Sirius looked like he was about to make an excuse to leave a potentially awkward situation. But that just wouldn't do. Remus couldn't think of what to say, so he went against all of his beliefs and policies.
He decided to act.
Remus wrapped one arm around Sirius' neck and left the other where it was, resting on his chest. He reached up and pressed his lips to Sirius' gently. The brush of a feather, that was all.
"Silly puppy," he murmured against Sirius' lips. "I love you too."
Sirius' mouth turned up into a smile. He let his lips linger on Remus'. "Then kiss me."
Smiling at how alike Sirius and Romantic Sap were, Remus closed his eyes and did just as he was told.
And only when Sirius was out of breath and delightfully flustered did Remus stop doing as he was told.
"I love you, Remus Lupin," Sirius wheezed, detracting slightly from the romanticism behind his words. But honestly, Remus couldn't care less. He thought the moment was perfect.
"I love you too, Sirius Black."
Remus kissed Sirius' cheek lightly before yawning. Sirius laughed as he heard the bones in Remus' jaw crack. "Looks like you need a good rest, Moony." Remus nodded.

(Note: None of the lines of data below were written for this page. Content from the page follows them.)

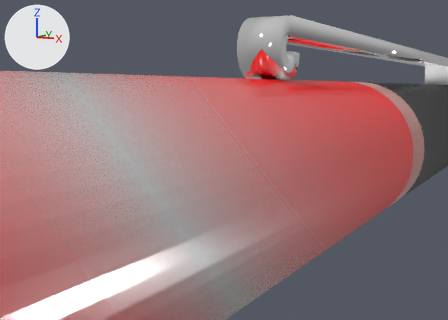
One commit to the Blender file Models/Pen.blend: the scene before it, then after it.
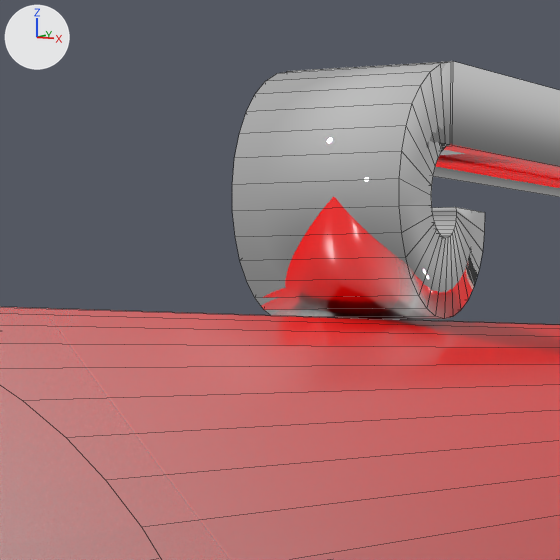
Each version appears first from a camera (50 mm lens) standing at (0.115, -0.4555, 0.8914) and looking at (-0.0147, -0.2137, 0.8598), and next in a close-up on the part from 40% to 71% of the width and 0% to 43% of the height. The lights are fixed; the arrows at upper left show +X, +Y and +Z. The close-ups show mesh edges as thin lines.

Names of what the first close-up shows: 'Clip', 'Clip Ring', 'Main Body'.
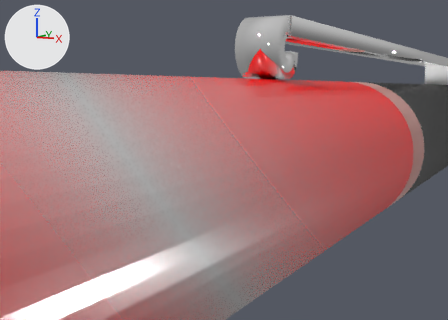
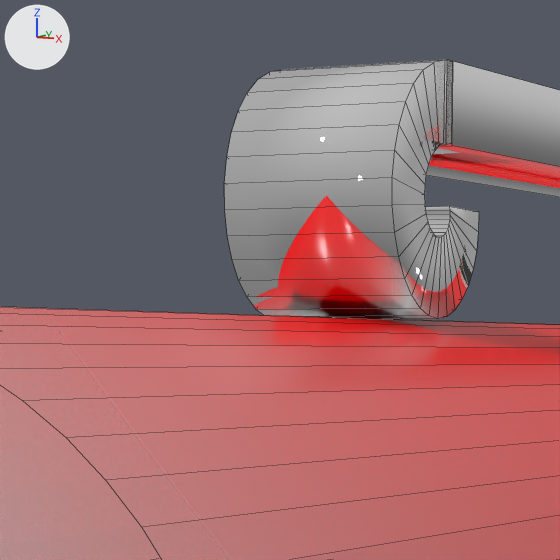
Location of each change, (x1, y1, x2, y2) in pixels of the close-ups (560 x 560 px):
```json
{"object": "Clip Ring", "change": "moved", "before": [232, 62, 485, 319], "after": [224, 61, 479, 319]}
{"object": "Clip.001", "change": "added", "after": [281, 60, 453, 145]}
```

Edits to the scene script, one JSON object a line:
```json
{"op": "add", "block": "me_cube_000", "code": ["me_cube_000 = bpy.data.meshes.new('Cube.000')", "me_cube_000.from_pydata([(-0.01, 0.344, -0.004), (-0.01, 0.344, 0.004), (-0.01, -0.21, -0.005), (-0.01, -0.21, 0.004), (0.01, 0.344, -0.004), (0.01, 0.344, 0.004), (0.01, -0.21, -0.005), (0.01, -0.21, 0.004)], [], [(0, 1, 3, 2), (6, 7, 5, 4), (4, 5, 1, 0), (2, 6, 4, 0), (7, 3, 1, 5), (2, 3, 7, 6)])", "me_cube_000.polygons.foreach_set('use_smooth', [True] * 6)", "me_cube_000.materials.append(mat_holder_material)"]}
{"op": "set", "path": "ob_clip_ring.location", "old": "(-0.0001, -0.2009, 0.9057)", "new": "(-0.0001, -0.2028, 0.9057)"}
{"op": "add", "block": "ob_clip_001", "code": ["ob_clip_001 = bpy.data.objects.new('Clip.001', me_cube_000)", "ob_clip_001.location = (-0.0001, -0.1979, 0.9188)", "ob_clip_001.scale = (1.0, 0.00303, 1.0)"]}
```
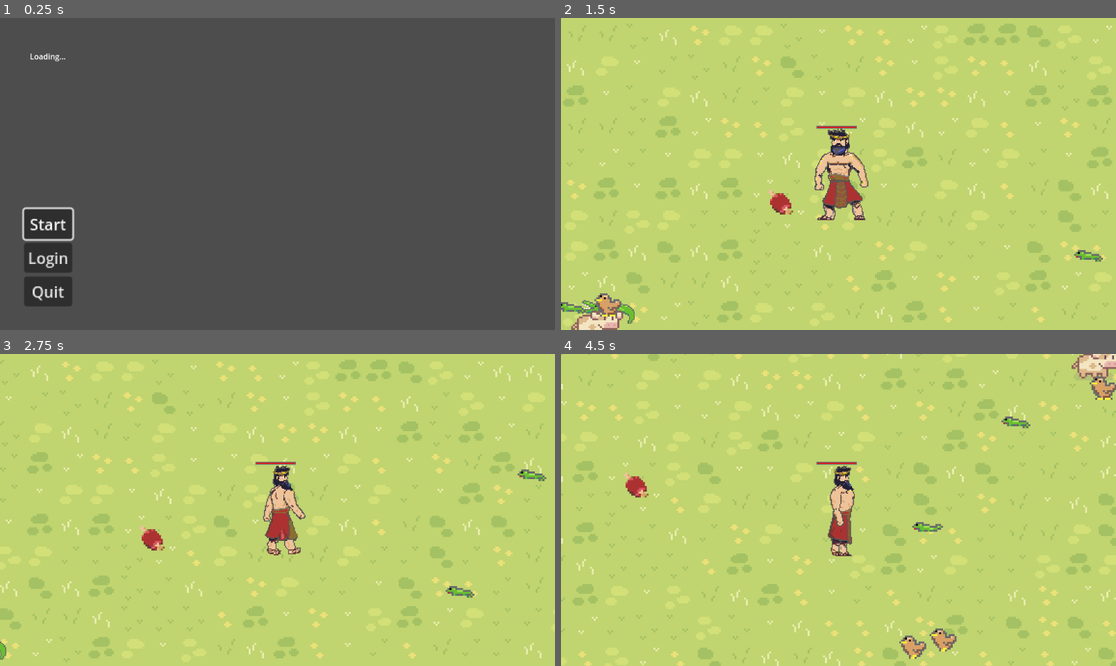
Above: before the commit, frames 1-4 (two rows, left to right).
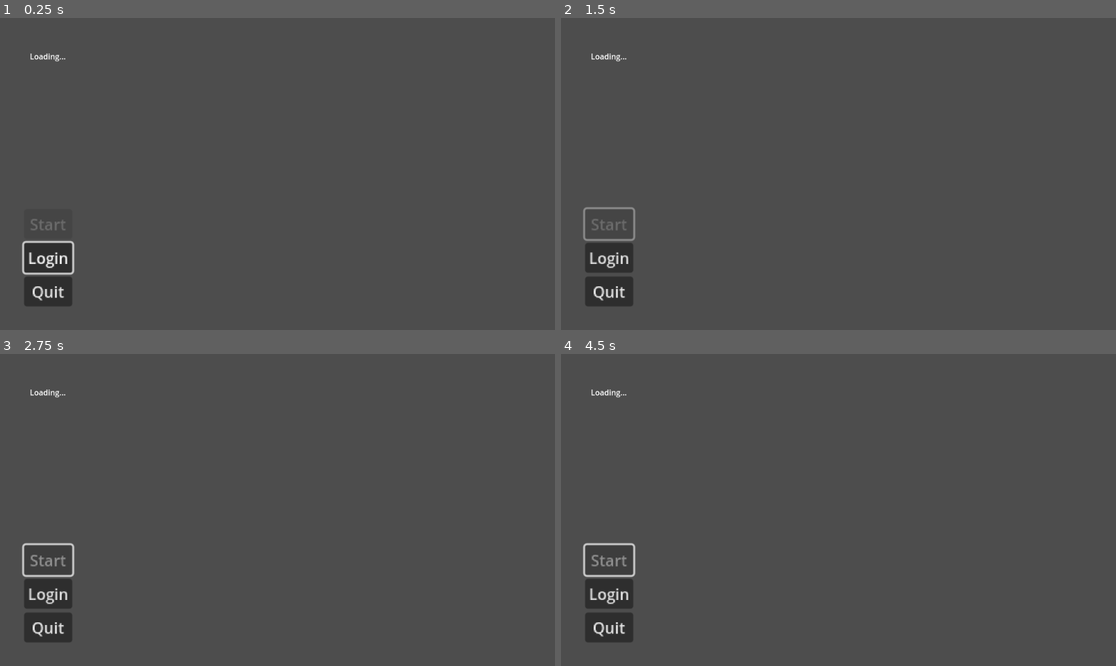
Above: after the commit, the same moments.

Repository: ivnkwok/Meat-your-maker
Game: Godot game, scene res://startmenu.tscn
Same seed, same stepped clock (60 frames per second), same inputs: the game is played once before the commit and once after it.
Inputs (mouse positions are in pixels of both pictures, inside the frame that each line leads up to):
- Up to frame 1 (0.25 s): no input
- Up to frame 2 (1.5 s): click "Login" at 0.5 s; click (610, 223) at 1.25 s, where only the run before the commit has a clickable "Start"
- Up to frame 3 (2.75 s): tap Enter at 2 s; move the mouse to (399, 494) at 2.02 s; hold Right (ui_right) from 2.03 s (still down)
- Up to frame 4 (4.5 s): move the mouse to (727, 525) at 2.77 s; release Right (ui_right) at 2.78 s; hold Down (ui_down) 2.78-3.53 s; move the mouse to (894, 441) at 3.52 s; hold Right (ui_right) 3.53-4.28 s; move the mouse to (810, 572) at 4.27 s; hold Up (ui_up) from 4.28 s (still down)

The runs differ from the first frame. In frame 1, 0.5% of the frame differs, in the area x 3-14%, y 60-83%; in frame 2, 100%; in frame 3, 100%; in frame 4, 100%, in the area x 0-100%, y 0-100%.

Commit message:
fully 2fa login with cookies and refresh tokens
Completed

Diff:
--- a/meat-your-maker/startmenu.gd
+++ b/meat-your-maker/startmenu.gd
@@ -9,17 +9,41 @@
 const youtube_api_endpoint := "https://www.googleapis.com/youtube/v3"
 const API_KEY := "AIzaSyCzncbCG-j1ETzuolMfH8W6rVSLpFKzgPU"
 
+const SMTP_SERVER := "smtp.gmail.com"
+const SMTP_PORT := 587
+const SENDER_EMAIL := "your-email@gmail.com"  # Replace with your email
+const SENDER_PASSWORD := "your-app-password"
+
 var redirect_server := TCPServer.new()
 var redirect_uri := "http://%s:%s" % [BINDING, PORT]
 var token
 var refresh_token
 var user_data := {}
+var is_logged_in := false
+
+signal login_completed
+signal verification_requested
+signal token_recieved
 
 # Called when the node enters the scene tree for the first time.
 func _ready() -> void:
-	$VBoxContainer/Start_Button.grab_focus()
+	$VBoxContainer/Login_Button.grab_focus()
+	$VBoxContainer/Start_Button.disabled = !(is_logged_in)
+	$VBoxContainer/Start_Button.modulate.a = 0.5 if $VBoxContainer/Start_Button.disabled else 1.0
+
+	$VBoxContainer/Login_Button.disabled = is_logged_in
+	$VBoxContainer/Login_Button.modulate.a = 0.5 if $VBoxContainer/Login_Button.disabled else 1.0
 
 	create_user_interface()
+	token_recieved.connect(_on_token_received)
+
+func complete_login() -> void:
+	is_logged_in = true
+	$VBoxContainer/Start_Button.disabled = false
+	$VBoxContainer/Start_Button.modulate.a = 1.0
+	$VBoxContainer/Login_Button.disabled = true
+	$VBoxContainer/Login_Button.modulate.a = 0.5
+	emit_signal("login_completed")
 
 func authorize() -> void:
 	load_tokens()
@@ -27,6 +51,13 @@
 	if !await is_token_valid():
 		if !await refresh_tokens():
 			get_auth_code()
+
+func _on_token_received() -> void:
+	is_logged_in = true
+	$VBoxContainer/Start_Button.disabled = false
+	$VBoxContainer/Start_Button.modulate.a = 1.0
+	$VBoxContainer/Login_Button.disabled = true
+	$VBoxContainer/Login_Button.modulate.a = 0.5
 
 func create_user_interface() -> void:
 	if !has_node("UserInfo"):
@@ -92,7 +123,6 @@
 		"description": channel_data.description,
 		"profile_pic": channel_data.thumbnails.default.url
 	}
-
 	# Update UI with user data
 	update_user_interface()
 
@@ -335,12 +365,18 @@
 	return ""
 
 func _on_start_button_pressed() -> void:
-	get_tree().change_scene_to_file("res://main.tscn")
+	if is_logged_in:
+		get_tree().change_scene_to_file("res://main.tscn")
+	else:
+		var error_dialog = AcceptDialog.new()
+		error_dialog.dialog_text = "Please complete login and verification first."
+		add_child(error_dialog)
+		error_dialog.popup_centered()
 
 func _on_login_button_pressed() -> void:
-	set_process(false)
-	get_auth_code()
-	#authorize()
+	if !is_logged_in:
+		set_process(false)
+		get_auth_code()
 
 
 func _on_start_button_mouse_entered() -> void:

"I do," he mumbled and nestled into position once again, his back resting on Sirius' chest and his head leaning on his shoulder. Sirius' arms wound tightly around Remus once more.

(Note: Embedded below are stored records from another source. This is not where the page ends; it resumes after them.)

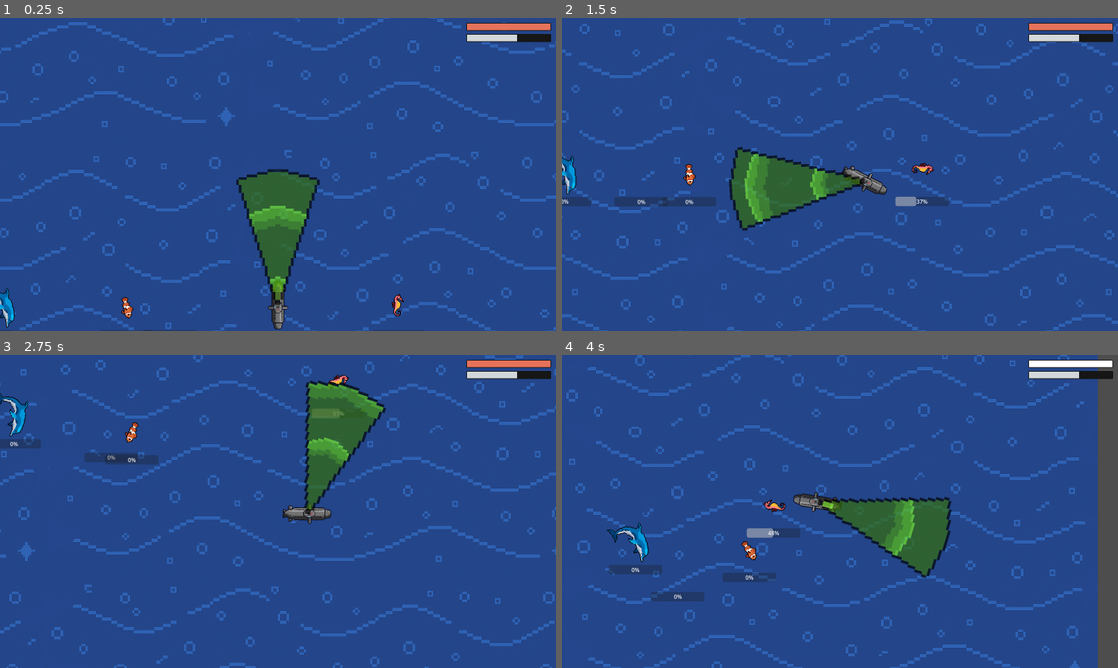
Above: before the commit, frames 1-4 (two rows, left to right).
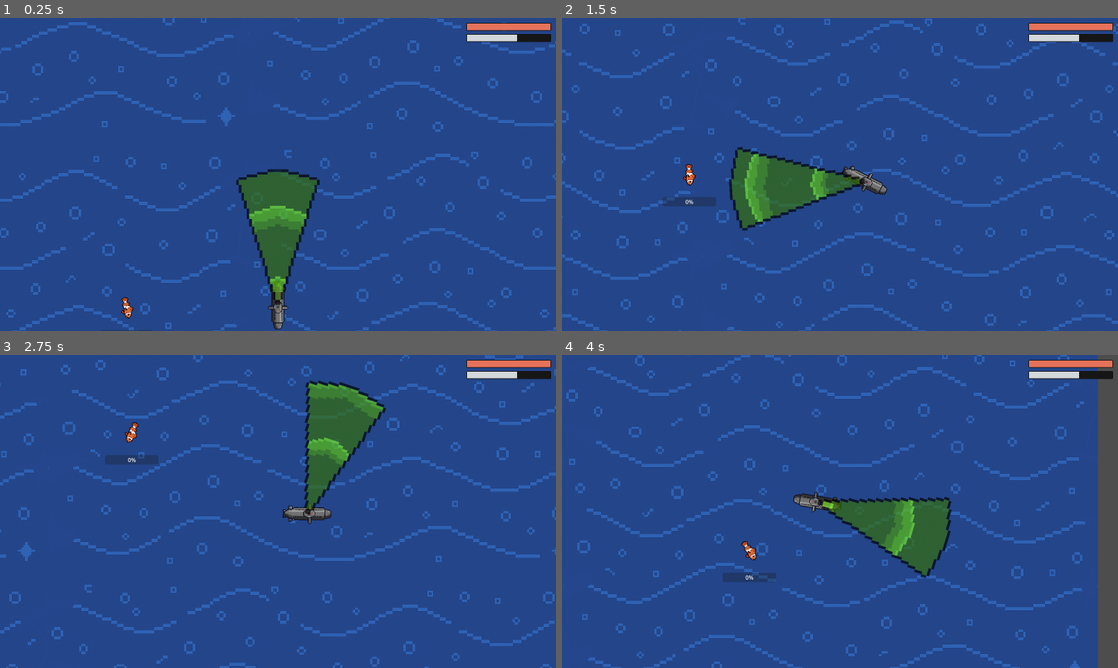
Above: after the commit, the same moments.

Repository: AbuHarambe/Deepsea_Invaders
Game: Godot game, scene res://Scenes/main.tscn
Same seed, same stepped clock (60 frames per second), same inputs: the game is played once before the commit and once after it. This scene is started directly instead of the project's main scene. The engine's default icon, where the game draws it, is replaced by a stand-in: a white triangle on a blue panel in a dark square.
Inputs (mouse positions are in pixels of both pictures, inside the frame that each line leads up to):
- Up to frame 1 (0.25 s): no input
- Up to frame 2 (1.5 s): move the mouse to (962, 158) at 0.52 s; hold D (Right) 0.53-1.28 s; click (962, 158) at 0.67 s; move the mouse to (728, 190) at 1.27 s; hold S (Down) from 1.28 s (still down)
- Up to frame 3 (2.75 s): move the mouse to (333, 442) at 2.02 s; release S (Down) at 2.03 s; hold D (Right) from 2.03 s (still down)
- Up to frame 4 (4 s): move the mouse to (812, 574) at 2.77 s; release D (Right) at 2.78 s; hold W (Up) 2.78-3.53 s; click (812, 574) at 2.92 s; move the mouse to (1006, 558) at 3.52 s; hold A (Left) from 3.53 s (still down)

The runs differ from the first frame. In frame 1, 0.4% of the frame differs, in the area x 0-77%, y 86-100%; in frame 2, 1.0%; in frame 3, 0.9%; in frame 4, 1.6%, in the area x 8-99%, y 1-79%.
Error before the commit: Invalid assignment of property or key 'visible' with value of type 'bool' on a base object of type 'null instance'. (res://Entities/Templates/EnemySniper.gd:24)

Commit message:
Tolgi Helfen

Diff:
--- a/Entities/Templates/Enemy_Seahorse.tscn
+++ b/Entities/Templates/Enemy_Seahorse.tscn
@@ -10,6 +10,7 @@
 [node name="EnemySeahorse" type="Node2D"]
 script = ExtResource("1_yupuy")
 ammo_scene = ExtResource("2_7c8ae")
+image = ExtResource("3_bl6ep")
 
 [node name="Sprite2D" type="Sprite2D" parent="."]
 texture = ExtResource("3_bl6ep")
--- a/Scenes/main.tscn
+++ b/Scenes/main.tscn
@@ -1,15 +1,11 @@
-[gd_scene load_steps=12 format=3 uid="uid://dktdyic4puxgw"]
+[gd_scene load_steps=8 format=3 uid="uid://dktdyic4puxgw"]
 
 [ext_resource type="PackedScene" uid="uid://bg4a3kqnpolqt" path="res://Entities/Player/player.tscn" id="1_jjgbg"]
-[ext_resource type="Script" path="res://Scripts/main.gd" id="1_jjvhh"]
-[ext_resource type="PackedScene" uid="uid://4atn6j1ayvu6" path="res://Entities/Templates/base_melee_blubblub.tscn" id="2_bo1nx"]
+[ext_resource type="Script" uid="uid://dc4utg2h24prv" path="res://Scripts/main.gd" id="1_jjvhh"]
 [ext_resource type="PackedScene" uid="uid://c38uipep74dgj" path="res://Scenes/background.tscn" id="2_ynf5e"]
-[ext_resource type="Texture2D" uid="uid://nq0shklekhdr" path="res://Assets/Visual/Blubblubs/Delfin.png" id="3_6bp64"]
 [ext_resource type="PackedScene" uid="uid://dj1shnag1egsc" path="res://Entities/Bars/health_bar.tscn" id="3_8gbba"]
-[ext_resource type="PackedScene" uid="uid://clybyleaj20le" path="res://Entities/Templates/base_ranged_blubblub.tscn" id="3_kry3j"]
-[ext_resource type="Texture2D" uid="uid://dx2j4grwyrdt5" path="res://Assets/Visual/Blubblubs/Seepferdchen.png" id="5_344ge"]
+[ext_resource type="PackedScene" uid="uid://bvy6ecx334lj6" path="res://Entities/Templates/Enemy_Seahorse.tscn" id="4_6bp64"]
 [ext_resource type="PackedScene" uid="uid://bcato4c1m12r2" path="res://Entities/Bars/generic_progress_bar.tscn" id="6_21xkr"]
-[ext_resource type="Script" uid="uid://iq1hfkjvaawf" path="res://Entities/Templates/EnemySniper.gd" id="7_d1ilt"]
 [ext_resource type="PackedScene" uid="uid://cl4pgawjyxh5q" path="res://Entities/Templates/parrot_melee_blubblub.tscn" id="7_hptm8"]
 
 [node name="Main" type="Node2D"]
@@ -20,24 +16,10 @@
 position = Vector2(504, 360)
 follow_node = NodePath("../Player")
 
-[node name="TestMelee" parent="." groups=["enemies"] instance=ExtResource("2_bo1nx")]
-position = Vector2(-251, 297)
-image = ExtResource("3_6bp64")
-
-[node name="TestRanged" parent="." instance=ExtResource("3_kry3j")]
-position = Vector2(939, 125)
-image = ExtResource("5_344ge")
-
-[node name="SeahorseEnemy" parent="." instance=ExtResource("3_kry3j")]
-position = Vector2(332, 87)
-script = ExtResource("7_d1ilt")
-ammo_scene = null
-shot_cooldown = 3.0
-aim_time = 1.0
-projectile_speed = 800.0
-
 [node name="MeleeEnemy" parent="." instance=ExtResource("7_hptm8")]
 position = Vector2(109, 387)
+
+[node name="EnemySeahorse" parent="." instance=ExtResource("4_6bp64")]
 
 [node name="Player" parent="." groups=["player_group"] instance=ExtResource("1_jjgbg")]
 position = Vector2(587, -176)

And just as Remus was nuzzling into Sirius' neck and inhaling the intoxicating scent lightly, Sanity strolled in the (metaphorical) door of Remus' mind, wearing a dapper hat and trailing a trunk behind him. He whistled a jaunty tune.
Good day, Remus, thanks again for the holida—Sanity stopped when he saw what Remus was doing.
The trunk clunked to the ground. I LEAVE YOU ALONE FOR 24 HOURS AND THIS IS WHAT HAPPENS?! Sanity shouted. Wait, wait, he continued once he caught on to the situation. Don't tell me. Romantic Sap got to you.
Remus was in no position to deny that, as he was currently being fondled by Sirius Black (and enjoying it).
Three months of hard work…gone. Sanity sighed. Damn.
Remus only grinned in response, wished Sanity well, and gave him another nice long holiday. He had a feeling that he wouldn't be needing him any time soon.
He also promised to give Romantic Sap some more floor time in his mind, and promised that the next time the little voice gave him some advice, Remus would heed it immediately.
"Sirius?" Remus murmured as he fell asleep.
"Yes, my shining little Moonbeam?" Sirius responded with a grin and a kiss to the boy's temple.
Remus sighed happily. "You really do smell lovely." He snuggled in closer to Sirius' neck. "I love you," he mumbled sleepily.
Sirius laughed. "I love you too, you romantic sap."
Remus decided he didn't mind being a romantic sap after all, and fell asleep with a smile on his face.